## [INFORMATION GIVEN]
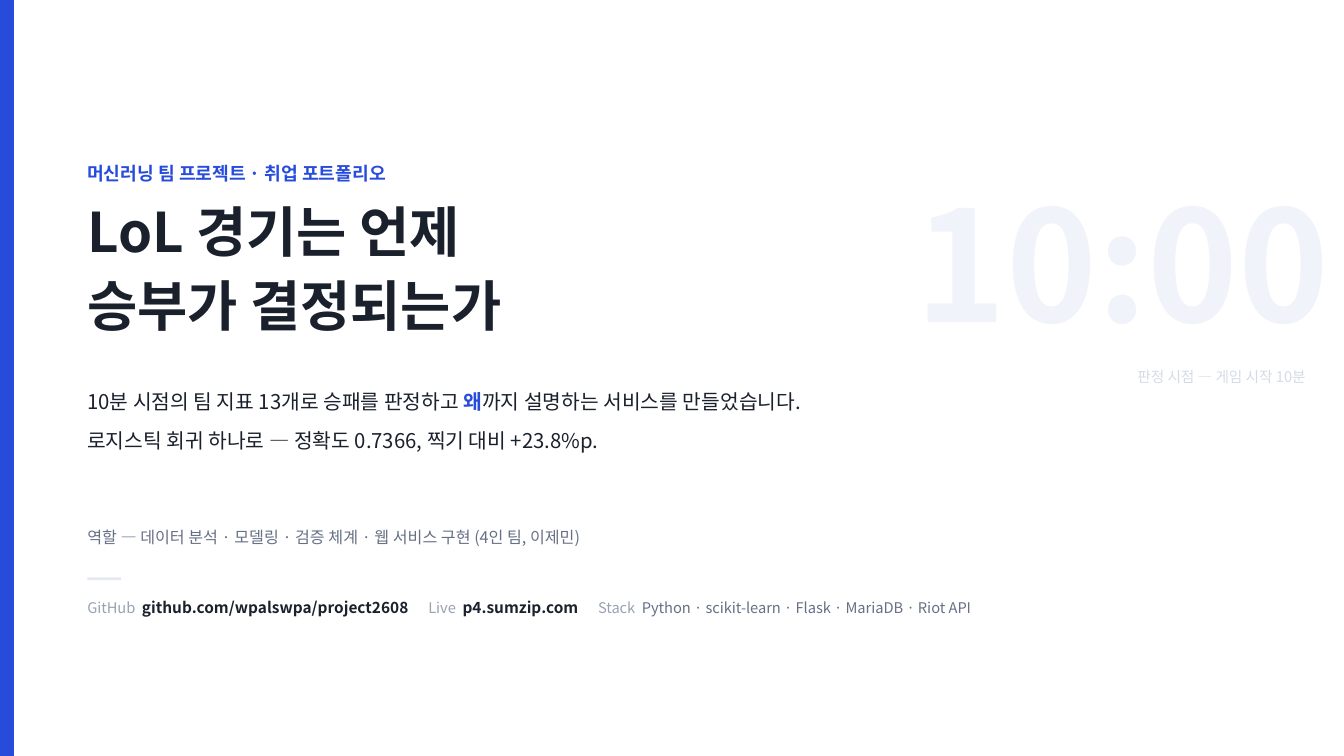
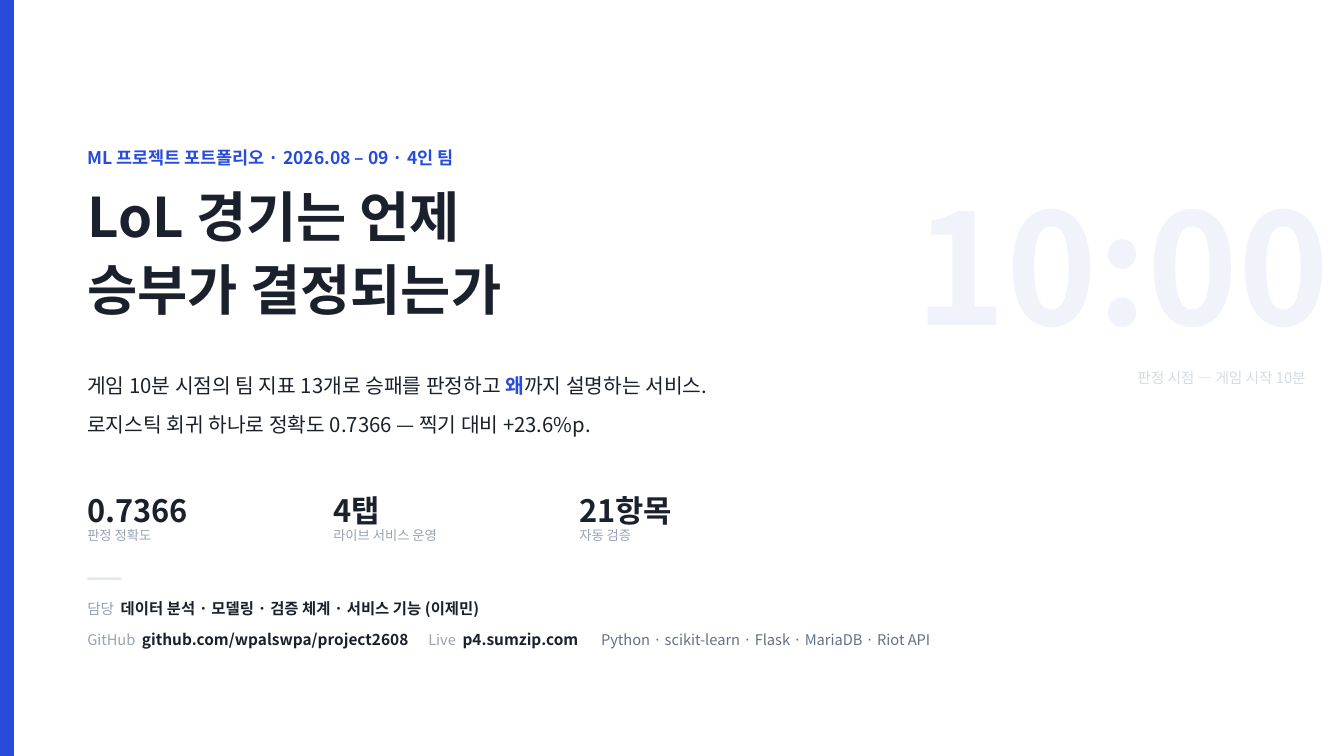
Before and after one commit to wpalswpa/lol-win-prediction, a slide deck: slide 1 of LOLEX_포트폴리오.pptx. Drawn at 1344x756 pixels with LibreOffice and Linux fonts; fonts in the diff are those of the drawing. Boxes give left, top, right and bottom in pixels: in the first picture for what was removed or moved away, otherwise in the second. Text is boxed around its words. In the diff, an @@ line names an element or a change of style, - is before the commit and + after.

```diff
--- a/LOLEX_포트폴리오.pptx
+++ b/LOLEX_포트폴리오.pptx
@@ text at bbox=[87, 149, 453, 166]: text changed; size 13 to 12.5 pt @@
-머신러닝 팀 프로젝트 · 취업 포트폴리오
+ML 프로젝트 포트폴리오 · 2026.08 – 09 · 4인 팀
@@ text "LoL 경기는 언제 승부가 결정되는가": place and size @@
-text "LoL 경기는 언제 승부가 결정되는가" at bbox=[87, 206, 501, 331]
+text "LoL 경기는 언제 승부가 결정되는가" at bbox=[87, 191, 501, 315]
@@ text at bbox=[87, 376, 707, 437]: text changed @@
-10분 시점의 팀 지표 13개로 승패를 판정하고 왜까지 설명하는 서비스를 만들었습니다.
-로지스틱 회귀 하나로 — 정확도 0.7366, 찍기 대비 +23.8%p.
+게임 10분 시점의 팀 지표 13개로 승패를 판정하고 왜까지 설명하는 서비스.
+로지스틱 회귀 하나로 정확도 0.7366 — 찍기 대비 +23.6%p.
@@ text "판정 시점 — 게임 시작 ..." at bbox=[1137, 371, 1306, 384]: line spacing 1.18 to 1.2 @@
@@ text added at bbox=[87, 498, 188, 531], 22 pt, text #1A202C, bold @@
+0.7366
@@ text added at bbox=[333, 496, 379, 531], 22 pt, text #1A202C, bold @@
+4탭
@@ text added at bbox=[579, 496, 672, 531], 22 pt, text #1A202C, bold @@
+21항목
@@ text removed at bbox=[87, 529, 580, 546] @@
-역할 — 데이터 분석 · 모델링 · 검증 체계 · 웹 서비스 구현 (4인 팀, 이제민)
@@ text added at bbox=[87, 529, 152, 541], 9.5 pt, text #98A2B3 @@
+판정 정확도
@@ text added at bbox=[333, 529, 436, 541], 9.5 pt, text #98A2B3 @@
+라이브 서비스 운영
@@ text added at bbox=[579, 529, 631, 541], 9.5 pt, text #98A2B3 @@
+자동 검증
@@ text at bbox=[87, 601, 930, 649]: text changed; size 10.5 to 11 pt; bold on @@
-GitHub github.com/wpalswpa/project2608 Live p4.sumzip.com Stack Python · scikit-learn · Flask · MariaDB · Riot API
+담당 데이터 분석 · 모델링 · 검증 체계 · 서비스 기능 (이제민)
+GitHub github.com/wpalswpa/project2608 Live p4.sumzip.com Python · scikit-learn · Flask · MariaDB · Riot API
```
Also in this commit, not shown: 6 other slides changed, 3 slides added, 6 slides removed, 1 other file.

## [WHAT IS REQUIRED]
Reproduce the entire listing exactly, but omit any pictures.

## [ANSWER]
Before and after one commit to wpalswpa/lol-win-prediction, a slide deck: slide 1 of LOLEX_포트폴리오.pptx. Drawn at 1344x756 pixels with LibreOffice and Linux fonts; fonts in the diff are those of the drawing. Boxes give left, top, right and bottom in pixels: in the first picture for what was removed or moved away, otherwise in the second. Text is boxed around its words. In the diff, an @@ line names an element or a change of style, - is before the commit and + after.

```diff
--- a/LOLEX_포트폴리오.pptx
+++ b/LOLEX_포트폴리오.pptx
@@ text at bbox=[87, 149, 453, 166]: text changed; size 13 to 12.5 pt @@
-머신러닝 팀 프로젝트 · 취업 포트폴리오
+ML 프로젝트 포트폴리오 · 2026.08 – 09 · 4인 팀
@@ text "LoL 경기는 언제 승부가 결정되는가": place and size @@
-text "LoL 경기는 언제 승부가 결정되는가" at bbox=[87, 206, 501, 331]
+text "LoL 경기는 언제 승부가 결정되는가" at bbox=[87, 191, 501, 315]
@@ text at bbox=[87, 376, 707, 437]: text changed @@
-10분 시점의 팀 지표 13개로 승패를 판정하고 왜까지 설명하는 서비스를 만들었습니다.
-로지스틱 회귀 하나로 — 정확도 0.7366, 찍기 대비 +23.8%p.
+게임 10분 시점의 팀 지표 13개로 승패를 판정하고 왜까지 설명하는 서비스.
+로지스틱 회귀 하나로 정확도 0.7366 — 찍기 대비 +23.6%p.
@@ text "판정 시점 — 게임 시작 ..." at bbox=[1137, 371, 1306, 384]: line spacing 1.18 to 1.2 @@
@@ text added at bbox=[87, 498, 188, 531], 22 pt, text #1A202C, bold @@
+0.7366
@@ text added at bbox=[333, 496, 379, 531], 22 pt, text #1A202C, bold @@
+4탭
@@ text added at bbox=[579, 496, 672, 531], 22 pt, text #1A202C, bold @@
+21항목
@@ text removed at bbox=[87, 529, 580, 546] @@
-역할 — 데이터 분석 · 모델링 · 검증 체계 · 웹 서비스 구현 (4인 팀, 이제민)
@@ text added at bbox=[87, 529, 152, 541], 9.5 pt, text #98A2B3 @@
+판정 정확도
@@ text added at bbox=[333, 529, 436, 541], 9.5 pt, text #98A2B3 @@
+라이브 서비스 운영
@@ text added at bbox=[579, 529, 631, 541], 9.5 pt, text #98A2B3 @@
+자동 검증
@@ text at bbox=[87, 601, 930, 649]: text changed; size 10.5 to 11 pt; bold on @@
-GitHub github.com/wpalswpa/project2608 Live p4.sumzip.com Stack Python · scikit-learn · Flask · MariaDB · Riot API
+담당 데이터 분석 · 모델링 · 검증 체계 · 서비스 기능 (이제민)
+GitHub github.com/wpalswpa/project2608 Live p4.sumzip.com Python · scikit-learn · Flask · MariaDB · Riot API
```
Also in this commit, not shown: 6 other slides changed, 3 slides added, 6 slides removed, 1 other file.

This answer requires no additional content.